Single Nucleotide Polymorphisms at the PRR3, ABCF1, and GNL1 Genes in the HLA Class I Region Are Associated with Graves' Ophthalmopathy in a Gender-Dependent Manner

Abstract

To investigate whether a conserved HLA class I region influenced the development of Graves' ophthalmopathy (GO) in patients with Graves' disease (GD) in a Taiwan-Chinese population. Case-control study. Four hundred sixty-eight Taiwan-Chinese patients with GD; 200 of these patients had GO, whereas 268 patients did not. Five single nucleotide polymorphisms (SNPs) between the HLA-A and HLA-C loci were genotyped. The Mann-Whitney U test and chi-square test with Bonferroni correction were used. The odds ratios (ORs) were estimated by applying unconditional logistic regression with a 95% confidence intervals (CIs).

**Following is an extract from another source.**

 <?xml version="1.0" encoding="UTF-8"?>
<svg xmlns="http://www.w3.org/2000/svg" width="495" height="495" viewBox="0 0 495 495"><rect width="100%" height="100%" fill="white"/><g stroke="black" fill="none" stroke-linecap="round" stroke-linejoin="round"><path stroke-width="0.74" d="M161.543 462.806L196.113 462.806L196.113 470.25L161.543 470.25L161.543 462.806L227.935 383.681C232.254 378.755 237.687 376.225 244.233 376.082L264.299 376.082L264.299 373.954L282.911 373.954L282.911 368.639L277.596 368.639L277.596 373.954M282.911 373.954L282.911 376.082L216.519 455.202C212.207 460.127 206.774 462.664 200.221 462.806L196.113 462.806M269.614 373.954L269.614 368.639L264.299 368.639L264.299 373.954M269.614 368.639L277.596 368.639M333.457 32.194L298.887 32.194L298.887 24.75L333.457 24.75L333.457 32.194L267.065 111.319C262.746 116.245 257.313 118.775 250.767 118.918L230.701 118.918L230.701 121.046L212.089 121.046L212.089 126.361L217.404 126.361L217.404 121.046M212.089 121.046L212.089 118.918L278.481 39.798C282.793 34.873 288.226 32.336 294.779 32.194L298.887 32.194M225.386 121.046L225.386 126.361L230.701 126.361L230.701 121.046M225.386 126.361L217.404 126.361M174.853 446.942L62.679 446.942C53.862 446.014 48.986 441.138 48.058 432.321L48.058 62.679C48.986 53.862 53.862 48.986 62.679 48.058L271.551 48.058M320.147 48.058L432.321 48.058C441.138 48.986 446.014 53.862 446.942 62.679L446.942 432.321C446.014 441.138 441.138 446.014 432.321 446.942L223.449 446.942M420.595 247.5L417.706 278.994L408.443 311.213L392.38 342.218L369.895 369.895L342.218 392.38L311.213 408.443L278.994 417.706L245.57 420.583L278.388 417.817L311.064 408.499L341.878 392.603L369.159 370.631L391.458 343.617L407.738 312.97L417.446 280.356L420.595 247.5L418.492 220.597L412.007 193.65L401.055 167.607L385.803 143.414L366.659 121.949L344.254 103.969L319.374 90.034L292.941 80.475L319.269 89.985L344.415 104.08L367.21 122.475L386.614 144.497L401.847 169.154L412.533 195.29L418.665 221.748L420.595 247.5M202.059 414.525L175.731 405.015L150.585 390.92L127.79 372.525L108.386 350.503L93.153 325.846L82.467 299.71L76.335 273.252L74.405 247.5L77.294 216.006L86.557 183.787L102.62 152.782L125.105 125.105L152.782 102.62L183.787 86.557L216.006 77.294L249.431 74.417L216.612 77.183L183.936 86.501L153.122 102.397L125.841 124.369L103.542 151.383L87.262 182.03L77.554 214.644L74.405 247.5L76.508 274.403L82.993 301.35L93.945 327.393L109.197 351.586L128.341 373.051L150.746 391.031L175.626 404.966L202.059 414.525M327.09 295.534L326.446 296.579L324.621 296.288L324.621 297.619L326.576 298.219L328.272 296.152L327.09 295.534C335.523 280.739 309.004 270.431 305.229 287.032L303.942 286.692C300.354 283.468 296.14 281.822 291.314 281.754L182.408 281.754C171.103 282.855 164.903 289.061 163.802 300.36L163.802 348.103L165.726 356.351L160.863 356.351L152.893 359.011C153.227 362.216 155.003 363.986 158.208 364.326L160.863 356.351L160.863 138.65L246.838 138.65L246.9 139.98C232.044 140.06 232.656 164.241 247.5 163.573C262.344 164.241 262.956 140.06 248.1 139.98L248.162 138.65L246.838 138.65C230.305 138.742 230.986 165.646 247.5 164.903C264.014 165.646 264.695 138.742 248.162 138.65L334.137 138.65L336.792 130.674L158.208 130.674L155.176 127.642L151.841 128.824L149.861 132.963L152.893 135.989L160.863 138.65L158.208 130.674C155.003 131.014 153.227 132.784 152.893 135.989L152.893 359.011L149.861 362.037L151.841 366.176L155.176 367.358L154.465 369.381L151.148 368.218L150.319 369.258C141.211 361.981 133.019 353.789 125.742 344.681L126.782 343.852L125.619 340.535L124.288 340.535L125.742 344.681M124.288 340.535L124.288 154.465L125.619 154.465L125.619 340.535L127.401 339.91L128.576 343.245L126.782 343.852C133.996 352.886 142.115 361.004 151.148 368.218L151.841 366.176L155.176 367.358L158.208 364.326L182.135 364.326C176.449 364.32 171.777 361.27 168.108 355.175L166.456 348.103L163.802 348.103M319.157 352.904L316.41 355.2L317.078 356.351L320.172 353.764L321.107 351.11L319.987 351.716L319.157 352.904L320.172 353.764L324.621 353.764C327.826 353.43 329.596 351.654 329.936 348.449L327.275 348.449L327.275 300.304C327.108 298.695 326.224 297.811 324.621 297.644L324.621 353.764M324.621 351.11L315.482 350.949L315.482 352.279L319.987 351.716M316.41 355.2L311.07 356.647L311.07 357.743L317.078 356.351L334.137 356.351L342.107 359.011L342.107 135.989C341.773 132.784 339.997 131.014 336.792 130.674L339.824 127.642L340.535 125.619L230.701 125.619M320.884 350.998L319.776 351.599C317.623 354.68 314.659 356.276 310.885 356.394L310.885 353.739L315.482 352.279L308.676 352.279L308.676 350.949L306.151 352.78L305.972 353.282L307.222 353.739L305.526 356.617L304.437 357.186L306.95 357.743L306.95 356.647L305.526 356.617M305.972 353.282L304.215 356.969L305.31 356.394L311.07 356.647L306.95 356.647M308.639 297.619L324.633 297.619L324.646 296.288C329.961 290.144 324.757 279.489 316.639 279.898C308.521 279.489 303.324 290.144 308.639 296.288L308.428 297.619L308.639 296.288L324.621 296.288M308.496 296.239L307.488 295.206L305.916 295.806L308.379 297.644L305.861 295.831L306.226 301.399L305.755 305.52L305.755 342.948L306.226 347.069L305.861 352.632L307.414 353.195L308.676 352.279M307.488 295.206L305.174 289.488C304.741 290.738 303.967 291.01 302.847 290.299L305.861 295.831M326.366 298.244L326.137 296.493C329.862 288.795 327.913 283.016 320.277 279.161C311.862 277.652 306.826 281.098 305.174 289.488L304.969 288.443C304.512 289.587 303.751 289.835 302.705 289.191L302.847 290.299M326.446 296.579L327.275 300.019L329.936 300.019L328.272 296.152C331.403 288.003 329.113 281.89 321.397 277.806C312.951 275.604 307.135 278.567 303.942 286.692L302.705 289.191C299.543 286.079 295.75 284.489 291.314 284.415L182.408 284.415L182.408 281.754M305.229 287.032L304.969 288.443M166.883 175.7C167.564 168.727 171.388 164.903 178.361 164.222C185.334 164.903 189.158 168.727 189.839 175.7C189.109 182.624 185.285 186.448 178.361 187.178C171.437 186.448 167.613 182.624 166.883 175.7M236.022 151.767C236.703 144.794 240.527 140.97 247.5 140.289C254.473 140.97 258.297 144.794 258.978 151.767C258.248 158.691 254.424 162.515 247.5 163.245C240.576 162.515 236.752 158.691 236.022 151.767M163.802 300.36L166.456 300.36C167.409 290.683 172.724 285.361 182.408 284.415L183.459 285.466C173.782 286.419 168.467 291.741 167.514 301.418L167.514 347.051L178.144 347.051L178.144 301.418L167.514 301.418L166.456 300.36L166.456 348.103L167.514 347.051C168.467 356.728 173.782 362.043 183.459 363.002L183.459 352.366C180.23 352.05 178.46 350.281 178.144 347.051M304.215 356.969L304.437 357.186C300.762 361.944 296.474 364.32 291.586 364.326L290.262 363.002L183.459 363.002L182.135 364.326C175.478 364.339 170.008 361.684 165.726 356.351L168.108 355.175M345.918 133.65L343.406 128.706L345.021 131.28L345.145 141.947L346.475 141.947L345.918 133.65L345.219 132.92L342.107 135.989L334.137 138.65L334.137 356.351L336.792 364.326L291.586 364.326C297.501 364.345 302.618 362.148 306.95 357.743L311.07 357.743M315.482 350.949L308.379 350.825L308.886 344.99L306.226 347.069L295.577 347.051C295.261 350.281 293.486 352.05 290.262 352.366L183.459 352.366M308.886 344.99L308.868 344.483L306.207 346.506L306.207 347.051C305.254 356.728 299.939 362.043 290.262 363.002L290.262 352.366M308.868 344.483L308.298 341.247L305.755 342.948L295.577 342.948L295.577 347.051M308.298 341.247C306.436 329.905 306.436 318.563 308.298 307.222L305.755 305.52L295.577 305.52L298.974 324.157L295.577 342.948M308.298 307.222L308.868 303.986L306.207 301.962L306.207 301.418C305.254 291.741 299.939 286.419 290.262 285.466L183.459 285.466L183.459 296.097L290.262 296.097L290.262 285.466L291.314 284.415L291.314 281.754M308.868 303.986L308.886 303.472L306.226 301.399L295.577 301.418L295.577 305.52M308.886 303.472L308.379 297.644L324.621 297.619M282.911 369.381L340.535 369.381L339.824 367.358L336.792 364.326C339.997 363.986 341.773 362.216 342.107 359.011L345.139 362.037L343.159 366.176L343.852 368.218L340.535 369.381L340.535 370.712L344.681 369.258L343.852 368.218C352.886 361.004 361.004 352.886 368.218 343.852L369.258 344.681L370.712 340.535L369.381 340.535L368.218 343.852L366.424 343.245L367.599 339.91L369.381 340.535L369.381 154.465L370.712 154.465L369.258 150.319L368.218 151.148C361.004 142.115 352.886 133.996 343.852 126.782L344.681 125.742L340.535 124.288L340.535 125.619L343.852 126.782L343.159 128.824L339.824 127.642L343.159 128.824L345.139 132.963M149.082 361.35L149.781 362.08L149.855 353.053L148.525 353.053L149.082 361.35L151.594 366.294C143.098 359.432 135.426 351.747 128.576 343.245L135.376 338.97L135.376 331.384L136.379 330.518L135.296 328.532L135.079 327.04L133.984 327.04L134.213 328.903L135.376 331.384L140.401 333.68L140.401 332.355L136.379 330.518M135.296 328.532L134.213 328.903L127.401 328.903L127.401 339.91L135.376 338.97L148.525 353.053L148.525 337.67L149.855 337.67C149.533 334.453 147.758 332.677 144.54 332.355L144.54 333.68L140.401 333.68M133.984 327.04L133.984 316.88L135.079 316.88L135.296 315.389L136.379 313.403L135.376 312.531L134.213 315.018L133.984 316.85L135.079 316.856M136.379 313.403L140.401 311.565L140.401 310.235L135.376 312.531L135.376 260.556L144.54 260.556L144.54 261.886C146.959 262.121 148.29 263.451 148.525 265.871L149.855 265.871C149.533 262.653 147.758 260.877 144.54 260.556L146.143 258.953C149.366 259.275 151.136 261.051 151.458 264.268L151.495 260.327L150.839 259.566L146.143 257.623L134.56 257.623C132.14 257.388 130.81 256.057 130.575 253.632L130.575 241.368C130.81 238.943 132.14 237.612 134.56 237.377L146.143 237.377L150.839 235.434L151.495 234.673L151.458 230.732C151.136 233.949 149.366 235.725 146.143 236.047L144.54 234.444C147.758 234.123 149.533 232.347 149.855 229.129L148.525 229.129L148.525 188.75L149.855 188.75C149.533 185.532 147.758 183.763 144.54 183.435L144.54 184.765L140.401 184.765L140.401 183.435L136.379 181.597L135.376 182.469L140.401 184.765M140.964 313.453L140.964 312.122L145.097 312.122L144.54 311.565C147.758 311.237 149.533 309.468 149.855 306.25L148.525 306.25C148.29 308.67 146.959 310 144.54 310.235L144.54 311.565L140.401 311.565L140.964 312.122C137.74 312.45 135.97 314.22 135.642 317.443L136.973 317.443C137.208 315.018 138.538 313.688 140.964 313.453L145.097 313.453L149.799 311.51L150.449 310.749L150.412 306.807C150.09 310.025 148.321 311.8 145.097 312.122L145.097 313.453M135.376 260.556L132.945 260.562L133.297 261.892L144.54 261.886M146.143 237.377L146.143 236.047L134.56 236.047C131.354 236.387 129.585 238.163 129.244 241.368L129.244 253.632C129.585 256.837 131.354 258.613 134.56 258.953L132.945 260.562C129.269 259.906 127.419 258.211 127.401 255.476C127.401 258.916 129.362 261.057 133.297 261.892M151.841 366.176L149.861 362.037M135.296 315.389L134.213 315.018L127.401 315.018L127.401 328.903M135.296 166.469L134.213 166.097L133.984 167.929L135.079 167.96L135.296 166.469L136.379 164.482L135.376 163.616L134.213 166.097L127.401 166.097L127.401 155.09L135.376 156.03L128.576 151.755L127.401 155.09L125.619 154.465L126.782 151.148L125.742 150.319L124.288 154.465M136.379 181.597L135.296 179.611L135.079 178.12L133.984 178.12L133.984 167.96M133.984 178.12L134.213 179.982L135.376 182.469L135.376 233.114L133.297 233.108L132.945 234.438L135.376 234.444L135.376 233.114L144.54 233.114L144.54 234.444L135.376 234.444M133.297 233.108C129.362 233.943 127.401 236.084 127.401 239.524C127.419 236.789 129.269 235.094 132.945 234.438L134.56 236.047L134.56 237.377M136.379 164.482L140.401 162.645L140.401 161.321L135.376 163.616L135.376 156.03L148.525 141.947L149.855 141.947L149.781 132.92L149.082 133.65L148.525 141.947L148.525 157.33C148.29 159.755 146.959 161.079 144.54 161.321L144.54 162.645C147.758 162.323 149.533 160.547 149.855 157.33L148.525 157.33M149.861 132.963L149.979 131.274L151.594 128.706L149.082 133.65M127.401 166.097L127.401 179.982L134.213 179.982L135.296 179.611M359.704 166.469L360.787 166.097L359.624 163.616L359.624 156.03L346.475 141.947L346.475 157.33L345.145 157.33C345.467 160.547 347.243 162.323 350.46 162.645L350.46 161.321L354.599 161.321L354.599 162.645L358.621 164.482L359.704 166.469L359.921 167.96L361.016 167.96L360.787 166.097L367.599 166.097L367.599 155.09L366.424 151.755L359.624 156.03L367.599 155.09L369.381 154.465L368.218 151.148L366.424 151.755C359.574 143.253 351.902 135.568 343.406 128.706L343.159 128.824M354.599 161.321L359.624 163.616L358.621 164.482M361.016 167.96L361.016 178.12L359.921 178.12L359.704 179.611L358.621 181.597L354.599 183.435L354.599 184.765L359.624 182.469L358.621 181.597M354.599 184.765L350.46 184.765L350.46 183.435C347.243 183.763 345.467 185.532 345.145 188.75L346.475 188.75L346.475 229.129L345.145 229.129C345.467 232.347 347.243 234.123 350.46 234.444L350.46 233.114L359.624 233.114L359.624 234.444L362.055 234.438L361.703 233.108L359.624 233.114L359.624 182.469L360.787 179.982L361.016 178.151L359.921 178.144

Strong gender effects on the distribution of the SNPs were apparent: male GD patients carrying an A allele at rs2074503 in the PRR3 gene tended to avoid demonstrating GO (P = 0.008; OR, 0.450; 95% CI, 0.248-0.819), whereas female patients tended to show GO (P = 0.01; OR, 1.486; 95% CI, 1.098-2.012). In addition, only the female GD patients with a T allele at rs1264439 in the ABCF-1 gene tended to demonstrate GO (P = 0.005; OR, 1.539; 95% CI, 1.139-2.081). Analysis of the haplotype blocks of the SNPs rs2074505 (GNL1) and rs2074503 (PRR3) showed that haplotype HA1 was underrepresented in male GO patients (P = 0.004; OR, 0.418; 95% CI, 0.228-0.767), whereas HA-4 was underrepresented in female GO patients (P = 0.007; OR, 0.660; 95% CI, 0.490-0.895). The results suggested that SNPs at PRR3 and ABCF1 genes and the haplotype composed by SNPs at GNL1 and PRR3 between the HLA-A and HLA-C genes tended to predict GO in a gender-dependent manner in patients with GD in Taiwan.